Source data
--*--

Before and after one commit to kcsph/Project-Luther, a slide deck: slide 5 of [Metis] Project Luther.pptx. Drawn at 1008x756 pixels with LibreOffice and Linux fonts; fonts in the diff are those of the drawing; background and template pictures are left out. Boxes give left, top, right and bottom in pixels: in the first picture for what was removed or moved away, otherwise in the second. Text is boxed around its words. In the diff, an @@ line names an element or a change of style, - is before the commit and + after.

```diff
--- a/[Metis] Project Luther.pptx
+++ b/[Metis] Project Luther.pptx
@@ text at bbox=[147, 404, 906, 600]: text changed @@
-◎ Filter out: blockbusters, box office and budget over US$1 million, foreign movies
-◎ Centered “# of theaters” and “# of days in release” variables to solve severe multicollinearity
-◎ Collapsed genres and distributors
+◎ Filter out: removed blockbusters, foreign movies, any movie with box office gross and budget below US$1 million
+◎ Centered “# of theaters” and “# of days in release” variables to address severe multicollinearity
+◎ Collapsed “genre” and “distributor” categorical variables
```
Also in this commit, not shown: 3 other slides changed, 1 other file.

--*--

WHAT IS EXPECTED => Tally every line of the data that includes "movies". Report the number and nothing more.

RESULT OF THE TASK => 2